GenRocket uses Synthetic Data Masking (SDM) to replace sensitive data with synthetic values in files. The synthetically generated values have similar characteristics to the real value but cannot be traced back because they are synthetic. SDM maintains the data structure, ensuring usability. GenRocket provides File Masking Receivers for this purpose, which can also be used to mask sensitive data in NoSQL databases.

Available File Masking Receivers

GenRocket provides file masking capabilities through Receivers for the following data types:

File Type
 
Masking Receiver
 
Description
Delimited Files DelimitedFileMaskReceiver Masks targeted sensitive values within a delimited file (e.g., CSV, TXT).
Excel Files ExcelFileMaskReceiver Masks targeted sensitive values within an Excel file using Synthetic Data Replacement (SDR).
Fixed File FileMaskMultiBlockReceiver Masks targeted sensitive values within a fixed file (e.g., VSAM).
JSON JSONFileMaskReceiver Masked targeted, sensitive values within a template JSON file with synthetic data values in a new JSON file.
 
Parquet ParquetFileMaskReceiver Mask targeted Attributes (columns) within a given Parquet file using Synthetic Data Replacement (SDR).
XML XMLFileMaskReceiver Masks targeted sensitive node(s) within a source XML file with synthetic values in a new XML file.
ORC (Hadoop) ORCFileMaskReceiver Masks targeted Attributes (i.e., columns) within a given ORC (Hadoop) file.
EDI EDIFileMaskReceiver Uses an existing EDI document as a template to create one or more EDI documents by replacing the sensitive data with synthetically generated data at the positions configured in the Receiver.

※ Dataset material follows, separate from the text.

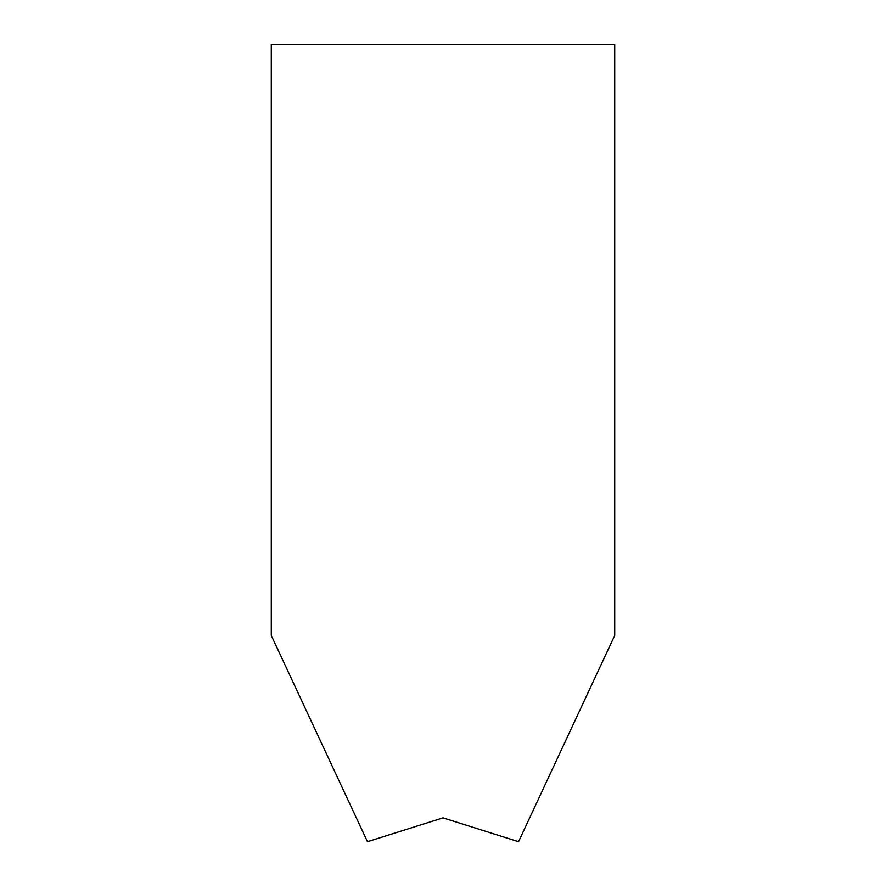 <?xml version="1.0" encoding="UTF-8"?>
<svg xmlns="http://www.w3.org/2000/svg" width="886" height="886" viewBox="0 0 886 886"><rect width="100%" height="100%" fill="white"/><g stroke="black" fill="none" stroke-linecap="round" stroke-linejoin="round"><path stroke-width="1.33" d="M518.554 841.7L443 817.878L367.446 841.7L271.282 635.472L271.282 44.3L614.718 44.3L614.718 635.472L518.554 841.7L614.718 635.472L614.718 44.3L271.282 44.3L271.282 635.472L367.446 841.7L443 817.878L518.554 841.7"/></g></svg>

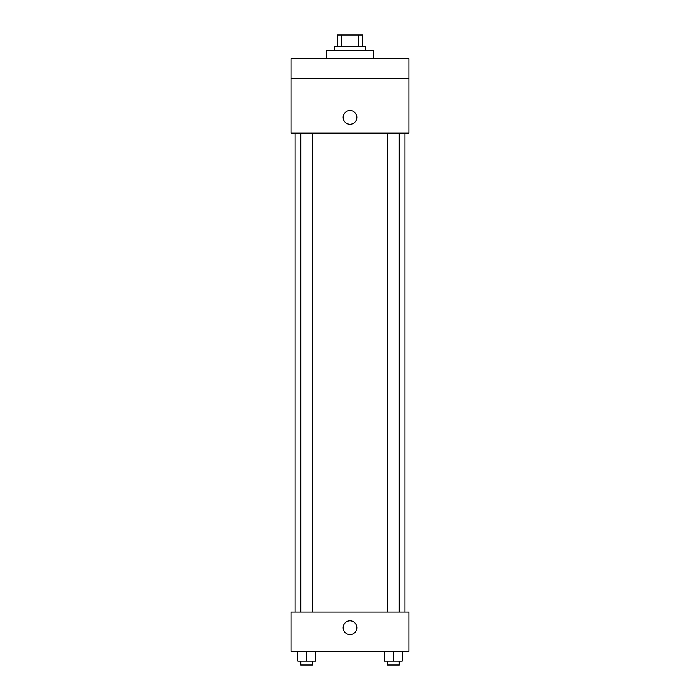 <?xml version="1.0" encoding="UTF-8"?>
<svg xmlns="http://www.w3.org/2000/svg" width="700" height="700" viewBox="0 0 700 700"><rect width="100%" height="100%" fill="white"/><g stroke="black" fill="none" stroke-linecap="round" stroke-linejoin="round"><path stroke-width="1.05" d="M341.74 46.778L341.74 35L337.243 35L337.243 46.778L337.243 35M341.74 35L362.757 35L362.757 46.778M358.26 46.778L358.26 35M334.303 50.697L334.303 46.778L365.697 46.778L365.697 50.697M373.555 58.555L373.555 50.697L326.445 50.697L326.445 58.555M291.121 58.555L408.879 58.555L408.879 78.181L291.121 78.181L291.121 58.555M408.879 78.181L408.879 133.131L291.121 133.131L291.121 78.181M350 124.303A6.869 6.869 0 0 1 344.05 113.995A6.869 6.869 0 0 1 355.95 113.995A6.869 6.869 0 0 1 350 124.303M291.121 612.01L408.879 612.01L408.879 651.262L291.121 651.262L291.121 612.01M350 634.576A6.869 6.869 0 0 1 344.05 624.278A6.869 6.869 0 0 1 355.95 624.278A6.869 6.869 0 0 1 350 634.576M384.501 651.262L384.501 661.071L402.168 661.071L402.168 651.262L402.168 661.071M393.339 661.071L393.339 651.262M399.219 661.071L399.219 665L387.45 665L387.45 661.071M297.832 651.262L297.832 661.071L315.499 661.071L315.499 651.262L315.499 661.071M306.661 661.071L306.661 651.262M312.55 661.071L312.55 665L300.781 665L300.781 661.071M404.95 612.01L404.95 133.131M295.05 612.01L295.05 133.131M387.45 133.131L387.45 612.01M399.219 133.131L399.219 612.01M312.55 612.01L312.55 133.131M300.781 612.01L300.781 133.131"/></g></svg>

GenRocket also offers data subsetting and masking capabilities for supported databases. For more information, see Synthetic Data Masking (SDM) and Data Subsetting Overview.

How to Use File Masking Receivers

Each of the above file masking receivers works slightly differently, but they have a similar pattern of steps.

  1. Create a Project with the Default Project Version
  2. Create a Default Domain and Add Attributes
  3. Define the Masking Receiver Parameters
  4. Create a Default Scenario
  5. Download the Scenario and Execute

Using File Masking for NoSQL Databases

Data can also be masked for NoSQL databases by exporting the data to a file such as JSON. Once exported, a File Masking Receiver can mask sensitive data values. You can then insert the masked data file into the NoSQL database.